I hate this feeling…

December 25, 2009 at 8:34 am (Uncategorized)

Dear Mandee
Don’t you think this has gone on long enough?  This is only hurting you, me and the kids.  We can start over and have boundaries.  I want to be able to send things to my grand kids and know that they are alright and maybe hear whats been going on in their lives.  If you don’t want to talk to me at least let me know your address so I can send them gifts for their BD’s and holidays.  I have sent gifts in the past and they all come back except one with UTF (unable to forward) written on them.  Hopefully you will contact me.  I try-ed calling you but got someone else.  Please get a hold of me.
Merry Christmas
I love and miss all of you very much.
Love Mom
___________________________________________________
Did you think leaving me behind had ever gone on too long?  Obviously not.  Did you ever think that maybe you went too far with the beatings that you conveniently don’t remember?  Don’t you think hurting me, had gone on too long? I’m angry and I’m sad.  I wish you’d just leave me alone, at least then I wouldn’t have to cover up my guilt and sadness with Anger in order to deal with these emails.

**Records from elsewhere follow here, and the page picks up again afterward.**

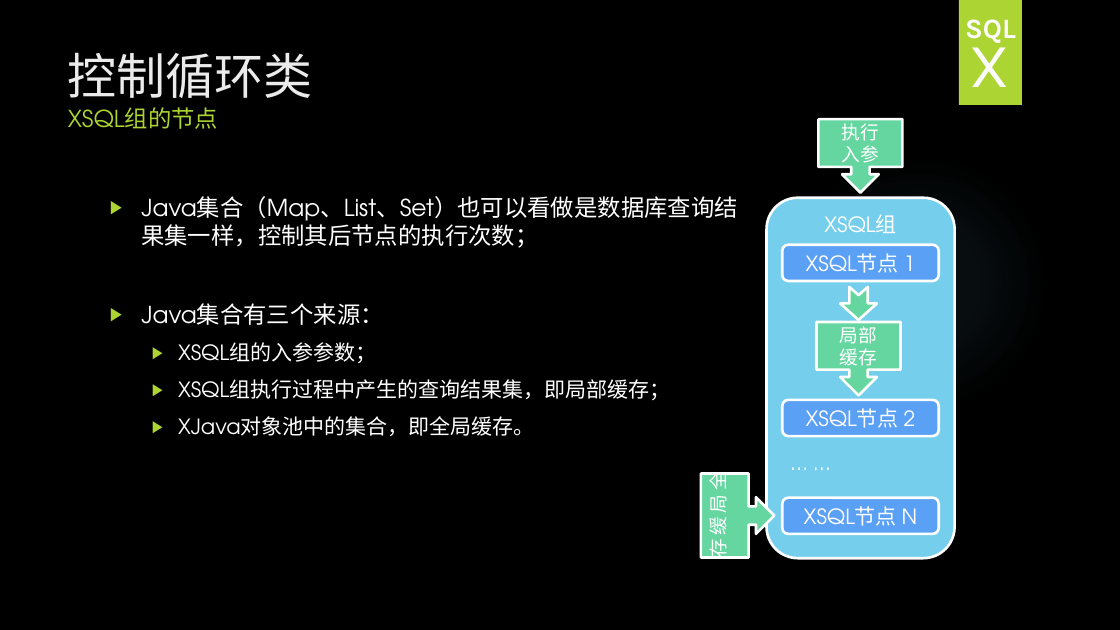
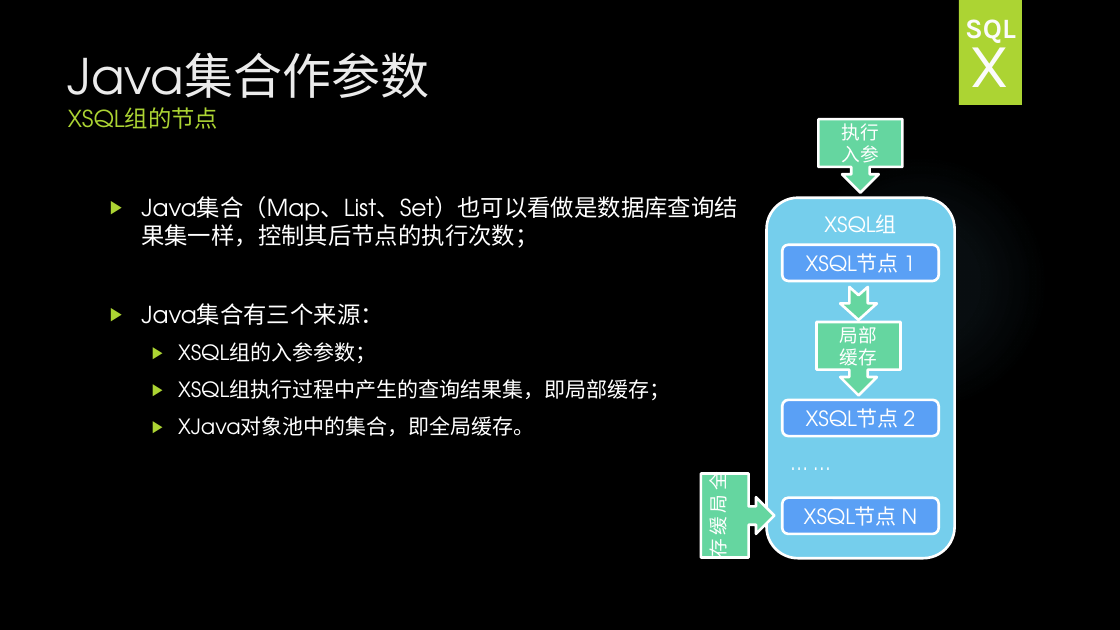
Before and after one commit to HY-ZhengWei/hy.common.XJava, a slide deck: slide 50 of doc/XSQLGroup技术交流.pptx (slide 46 before the commit). Drawn at 1120x630 pixels with LibreOffice and Linux fonts; fonts in the diff are those of the drawing; background and template pictures are left out. Boxes give left, top, right and bottom in pixels: in the first picture for what was removed or moved away, otherwise in the second. Text is boxed around its words. In the diff, an @@ line names an element or a change of style, - is before the commit and + after.

Commit message:
4.0.8
1. 完善：XSQL组的技术交流

```diff
--- a/doc/XSQLGroup技术交流.pptx
+++ b/doc/XSQLGroup技术交流.pptx
@@ title at [68,52,430,129]: text changed; size 20 to 42 pt; text colour #ACD433 to #EBEBEB @@
-控制循环类
-XSQL组的节点
+Java集合作参数
+XSQL组的节点
```
Also in this commit, not shown: 4 other slides changed, 17 slides added, 1 slide removed.

It’s taken you two years to write me an email that isn’t accusatory.  Two years to write me an email that isn’t cruel and insulting.
Two years.
And in it, you don’t ask me if I’m okay, or how I’m doing.  You don’t show any interest in me or my life at all. Just the babies.
I’m sorry, you can’t have any part of me…That’s like throwing yourself in front of a speeding train and hoping it stops in time.  I just can’t trust you.